Es gelingt dem Autor die Herstellung der Gegenstände anschaulich und mit großer Wertschätzung zu beschreiben, ohne selbst über die handwerklichen Fähigkeiten zu verfügen. Er sucht die Begegnungen mit den Menschen und entwickelt mit Ihnen gemeinsam seine Holzprojekte. Am Ende des Buches werden 41 Gegenstände aufgelistet, die aus dem Eschenstamm gefertigt wurden. Die Wechselbeziehung Natur-Mensch prägt das Buch durchgängig. Kein Anleitungsbuch für Handwerker, sondern eine Liebeserklärung an die Schöpfung. Eine Erinnerung an die Fähigkeiten der Menschen, sich die Gaben der Natur zu Nutzen zu machen und gleichzeitig die Umwelt zu achten und zu pflegen. Der Geruch von Holz und das Gefühl etwas in der Hand zu halten, was über viele Jahre gewachsen ist, prägt ein achtendes Verhältnis zu Gegenständen.

Fazit

Teilweise kann dem Leser die Schwärmerei und das Idealisieren Penns Idee etwas zu üppig erscheinen. Durch die immer wieder aufs sachliche zurückkehrende Beschreibung der Vorgehensweisen, gelingt es dem Autor jedoch, auf geniale Weise, den Leser in seine Gedankengänge einzubinden. Es ist unglaublich, welche unterschiedlichen, kunstvollen Gegenstände aus einem einzigen Holzstamm entstehen können.

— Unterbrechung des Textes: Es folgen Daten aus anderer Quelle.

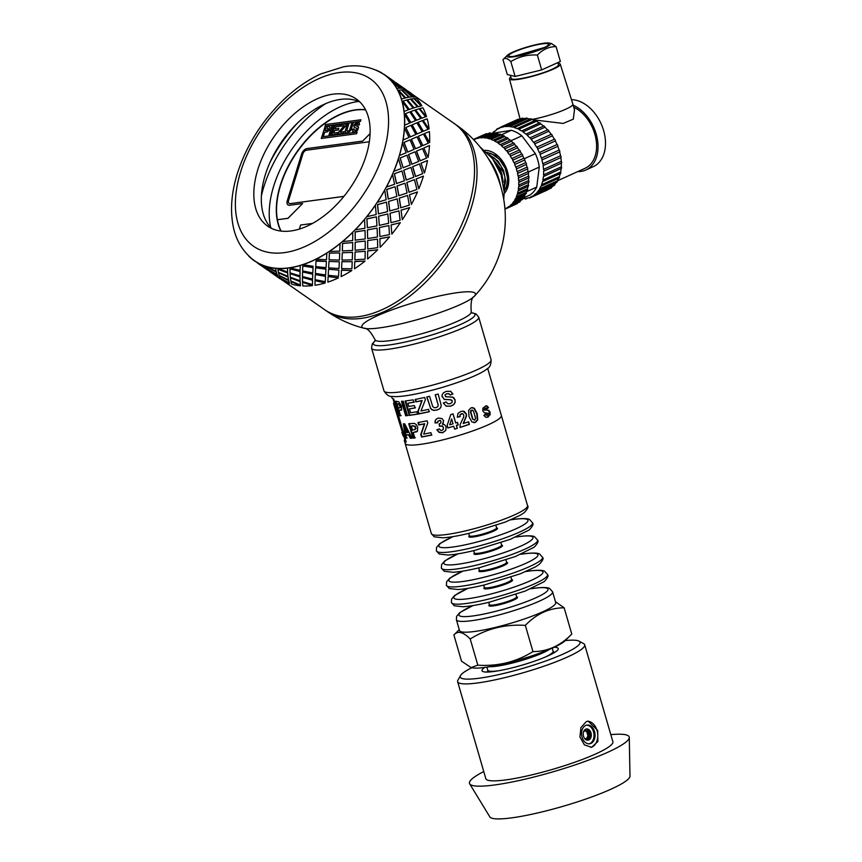 <?xml version="1.0" encoding="UTF-8"?>
<svg xmlns="http://www.w3.org/2000/svg" width="862" height="862" viewBox="0 0 862 862"><rect width="100%" height="100%" fill="white"/><g stroke="black" fill="none" stroke-linecap="round" stroke-linejoin="round"><path stroke-width="1.29" d="M553.997 652.825A34.577 5.064 -16.2 0 0 553.436 651.704L554.708 652.394M565.063 640.768A50.093 7.349 163.8 0 1 520.098 659.516A50.093 7.349 163.8 0 1 472.085 667.781L471.072 667.554L477.828 665.173C497.891 666.488 516.273 661.951 532.953 651.597C547.585 651.575 560.526 645.724 571.765 634.033L565.063 640.768M555.462 601.708L564.157 607.818C549.525 607.839 536.584 613.69 525.335 625.381C505.272 624.077 486.89 628.603 470.21 638.968C463.077 631.803 457.636 630.478 453.897 634.982L459.252 629.605M472.915 605.577L459.758 612.623L456.623 616.287L456.397 619.767A50.093 7.349 -16.2 0 0 456.397 619.767L459.521 630.531A50.093 7.349 -16.2 0 0 509.668 623.603A50.093 7.349 -16.2 0 0 555.71 602.581L552.585 591.817A50.093 7.349 -16.2 0 0 552.585 591.806L549.676 588.52C549.245 588.315 547.532 586.645 534.472 588.186L531.035 588.703M453.897 634.982L461.515 661.197L471.072 667.554M571.765 634.033L564.157 607.818M532.953 651.597L525.335 625.381M477.828 665.173L470.21 638.968M467.915 588.347L454.748 595.394L451.613 599.047L451.386 602.538A50.093 7.349 -16.2 0 0 451.386 602.538A50.093 7.349 -16.2 0 0 501.522 595.599A50.093 7.349 -16.2 0 0 547.585 574.588A50.093 7.349 -16.2 0 0 547.575 574.577L544.676 571.28C544.245 571.075 542.521 569.405 529.462 570.946L526.025 571.463M462.905 571.107L449.748 578.154L446.613 581.818L446.376 585.298A50.093 7.349 -16.2 0 0 446.376 585.298A50.093 7.349 -16.2 0 0 496.523 578.359A50.093 7.349 -16.2 0 0 542.575 557.348A50.093 7.349 -16.2 0 0 542.575 557.337L539.666 554.05C539.235 553.846 537.522 552.165 524.452 553.716L521.014 554.223M457.894 553.878L444.738 560.914L441.603 564.578L441.366 568.058A50.093 7.349 -16.2 0 0 441.366 568.058A50.093 7.349 -16.2 0 0 491.512 561.13A50.093 7.349 -16.2 0 0 537.565 540.118A50.093 7.349 -16.2 0 0 537.565 540.097L534.655 536.81C534.224 536.606 532.511 534.936 519.452 536.476L516.015 536.994M532.554 522.868C533.815 523.902 532.673 526.273 529.139 529.968L510.272 539.332L474.574 550.419C463.54 553.102 454.64 554.632 447.863 555.031L439.243 554.05L436.355 550.807A50.093 7.349 -16.2 0 0 436.366 550.829A50.093 7.349 -16.2 0 0 486.502 543.89A50.093 7.349 -16.2 0 0 532.554 522.878A50.093 7.349 -16.2 0 0 532.554 522.868L529.645 519.57C529.214 519.366 527.501 517.696 514.442 519.247L511.004 519.754M431.345 533.578L434.232 536.81L442.852 537.791C449.63 537.403 458.541 535.862 469.564 533.19L505.261 522.092L520.292 515.239L524.128 512.728C527.663 509.033 528.805 506.662 527.544 505.628A50.093 7.349 -16.2 0 1 481.502 526.65A50.093 7.349 -16.2 0 1 431.345 533.578L405.162 443.445A50.093 7.349 -16.2 0 0 455.308 436.517A50.093 7.349 -16.2 0 0 501.361 415.495L487.666 368.365M456.397 619.767A50.093 7.349 -16.2 0 0 506.533 612.839A50.093 7.349 -16.2 0 0 552.585 591.828M483.754 771.555A83.161 12.197 -16.2 0 0 469.682 783.838L489.821 816.864A73.033 10.71 -16.2 0 0 562.767 806.379A73.033 10.71 -16.2 0 0 629.982 776.145L629.282 737.473A83.161 12.197 -16.2 0 0 610.813 734.639M583.412 732.344L584.641 730.265L587.981 731.288L589.285 735.771L587.248 739.23L584.565 738.411M589.285 735.771L587.97 735.954L586.214 738.917M587.981 731.288L586.666 731.472L587.97 735.954M584.35 730.76L586.666 731.472M587.356 740.199A5.668 4.019 82.3 0 0 589.92 734.219A5.668 4.019 82.3 0 0 585.858 729.123M585.707 729.187A5.668 4.019 82.3 0 0 583.391 735.685A5.668 4.019 82.3 0 0 588.024 740.189A5.668 4.019 82.3 0 0 591.246 734.036A5.668 4.019 82.3 0 0 586.516 728.95A5.668 4.019 82.3 0 0 585.707 729.187M589.048 743.841A9.45 6.691 82.3 0 0 593.896 733.681A9.45 6.691 82.3 0 0 586.537 725.168M585.718 725.448A9.45 6.691 82.3 0 0 581.861 736.288A9.45 6.691 82.3 0 0 589.586 743.798A9.45 6.691 82.3 0 0 594.952 733.54A9.45 6.691 82.3 0 0 587.065 725.061A9.45 6.691 82.3 0 0 585.718 725.448M590.847 747.397A13.232 9.363 82.3 0 0 597.614 733.206A13.232 9.363 82.3 0 0 587.367 721.257M586.268 721.645L588.11 721.117L597.689 730.394L597.872 741.525L591.634 747.332L584.414 744.887L579.943 736.967L580.945 727.582L586.268 721.645M469.682 783.838A83.161 12.197 -16.2 0 0 552.747 771.899A83.161 12.197 -16.2 0 0 629.282 737.473M471.826 667.716A62.376 9.148 -16.2 0 0 460.523 675.549L457.948 680.107A66.158 9.697 -16.2 0 0 457.647 681.691L485.823 778.645A66.158 9.697 -16.2 0 0 552.057 769.507A66.158 9.697 -16.2 0 0 612.871 741.729L584.705 644.776A66.158 9.697 -16.2 0 0 583.606 643.602L578.995 641.134A62.376 9.148 -16.2 0 0 565.256 640.574M457.647 681.691A66.158 9.697 -16.2 0 0 523.88 672.554A66.158 9.697 -16.2 0 0 584.705 644.776M460.523 675.549A62.376 9.148 -16.2 0 0 522.684 668.427A62.376 9.148 -16.2 0 0 578.995 641.134M484.735 667.436A39.695 5.819 -16.2 0 0 482.677 671.423A39.695 5.819 -16.2 0 0 521.758 665.238A39.695 5.819 -16.2 0 0 558.07 649.528A39.695 5.819 -16.2 0 0 554.191 647.254M248.719 255.798L248.601 255.949A113.59 67.268 -55.1 0 0 254.484 260.96A113.59 67.268 -55.1 0 0 255.098 261.38L255.195 261.229A113.407 67.161 -55.1 0 0 256.984 262.35L256.876 262.511A113.59 67.268 -55.1 0 0 264.623 266.089L264.72 265.927A113.407 67.161 -55.1 0 0 266.789 266.573L266.703 266.746A113.59 67.268 -55.1 0 0 275.517 268.373L275.581 268.211A113.407 67.161 -55.1 0 0 277.898 268.373L277.833 268.535A113.59 67.268 -55.1 0 0 287.477 268.19L287.531 268.017A113.407 67.161 -55.1 0 0 288.781 267.866A113.407 67.161 -55.1 0 0 290.031 267.683L289.977 267.856A113.59 67.268 -55.1 0 0 300.235 265.528L300.267 265.367A113.407 67.161 -55.1 0 0 302.885 264.537L302.853 264.699A113.59 67.268 -55.1 0 0 313.466 260.453L313.477 260.302A113.407 67.161 -55.1 0 0 316.149 259.009L316.138 259.16A113.59 67.268 -55.1 0 0 326.838 253.105L326.827 252.965A113.407 67.161 -55.1 0 0 329.489 251.241L329.51 251.381A113.59 67.268 -55.1 0 0 340.037 243.655L340.005 243.526A113.407 67.161 -55.1 0 0 342.591 241.414L342.623 241.532A113.59 67.268 -55.1 0 0 352.73 232.341L352.666 232.234A113.407 67.161 -55.1 0 0 355.112 229.766L355.176 229.874A113.59 67.268 -55.1 0 0 364.594 219.433L364.518 219.347A113.407 67.161 -55.1 0 0 366.77 216.61L366.846 216.685A113.59 67.268 -55.1 0 0 375.358 205.253L375.261 205.188A113.407 67.161 -55.1 0 0 377.254 202.236L377.351 202.29A113.59 67.268 -55.1 0 0 384.732 190.146L384.624 190.114A113.407 67.161 -55.1 0 0 386.316 187.022L386.424 187.054A113.59 67.268 -55.1 0 0 392.512 174.501L392.393 174.49A113.407 67.161 -55.1 0 0 393.729 171.333L393.859 171.333A113.59 67.268 -55.1 0 0 398.492 158.683L398.352 158.694A113.407 67.161 -55.1 0 0 398.847 157.121A113.407 67.161 -55.1 0 0 399.322 155.548L399.451 155.537A113.59 67.268 -55.1 0 0 402.522 143.092L402.382 143.124A113.407 67.161 -55.1 0 0 402.942 140.075L403.082 140.032A113.59 67.268 -55.1 0 0 404.504 128.104L404.364 128.169A113.407 67.161 -55.1 0 0 404.515 125.281L404.655 125.216A113.59 67.268 -55.1 0 0 404.397 114.096L404.256 114.183A113.407 67.161 -55.1 0 0 403.987 111.532L404.127 111.446A113.59 67.268 -55.1 0 0 402.198 101.414L402.058 101.522A113.407 67.161 -55.1 0 0 401.38 99.173L401.509 99.065A113.59 67.268 -55.1 0 0 397.964 90.359L397.835 90.488A113.407 67.161 -55.1 0 0 396.746 88.506L396.876 88.377A113.59 67.268 -55.1 0 0 391.79 81.222L391.671 81.362A113.407 67.161 -55.1 0 0 390.217 79.789L392.221 80.231L384.711 74.8M391.671 81.362A113.407 67.161 -55.1 0 1 396.746 88.506L399.483 88.118L391.79 81.222M397.835 90.488A113.407 67.161 -55.1 0 1 401.38 99.173L404.892 98.052L397.964 90.359M402.058 101.522A113.407 67.161 -55.1 0 1 403.987 111.532L408.319 109.786L402.198 101.414M404.256 114.183A113.407 67.161 -55.1 0 1 404.515 125.281L409.687 123.04L404.397 114.096M403.136 167.778L400.097 157.994L406.864 155.214L400.227 157.972L403.136 167.778L410.226 164.944L407.004 155.192M412.586 166.711L419.492 163.899L412.586 166.711L415.506 176.494L422.714 173.661L419.492 163.899M472.171 313.046L471.212 311.721A50.093 7.349 163.8 0 1 471.212 311.721C470.555 302.691 471.589 297.541 474.305 296.269L474.305 296.269A59.133 8.674 163.8 0 1 421.044 318.574A59.133 8.674 163.8 0 1 364.12 328.271A59.133 8.674 163.8 0 1 388.837 311.02A59.133 8.674 163.8 0 1 457.582 292.627A59.133 8.674 163.8 0 1 474.305 296.269A113.407 113.407 0 0 0 456.795 125.313A113.407 67.161 -55.1 0 1 471.298 207.656A113.407 67.161 -55.1 0 1 327.043 311.344L324.543 309.598A113.407 67.161 -55.1 0 0 468.799 205.91A113.407 67.161 -55.1 0 0 454.296 123.568L412.51 94.421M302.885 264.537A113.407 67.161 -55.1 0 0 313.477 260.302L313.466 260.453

Beim Lesen wächst das Bedürfnis nach draußen zu gehen, durch den Wald zu laufen und die Bäume zu berühren. Es entsteht der Wunsch, die Dinge des täglichen Lebens neu zu betrachten und wertzuschätzen. Der Stiel einer Axt, ist er es, der das Holzhacken zu einem Glückserlebnis werden lässt? Ist es die sinnliche Berührung des Holzes, die Kraft verleiht? Fragen auf die es nur individuelle Antworten gibt. Eine Welt in der die leisen Töne wichtig sind und die sinnliche Erfahrungen Lust machen auf Natürlichkeit fern von der Generation Plastik.

Das Buch hat bei mir den leisen Wunsch hinterlassen irgendwann in meinem Leben auch nach einem besonderen Baum Ausschau zu halten.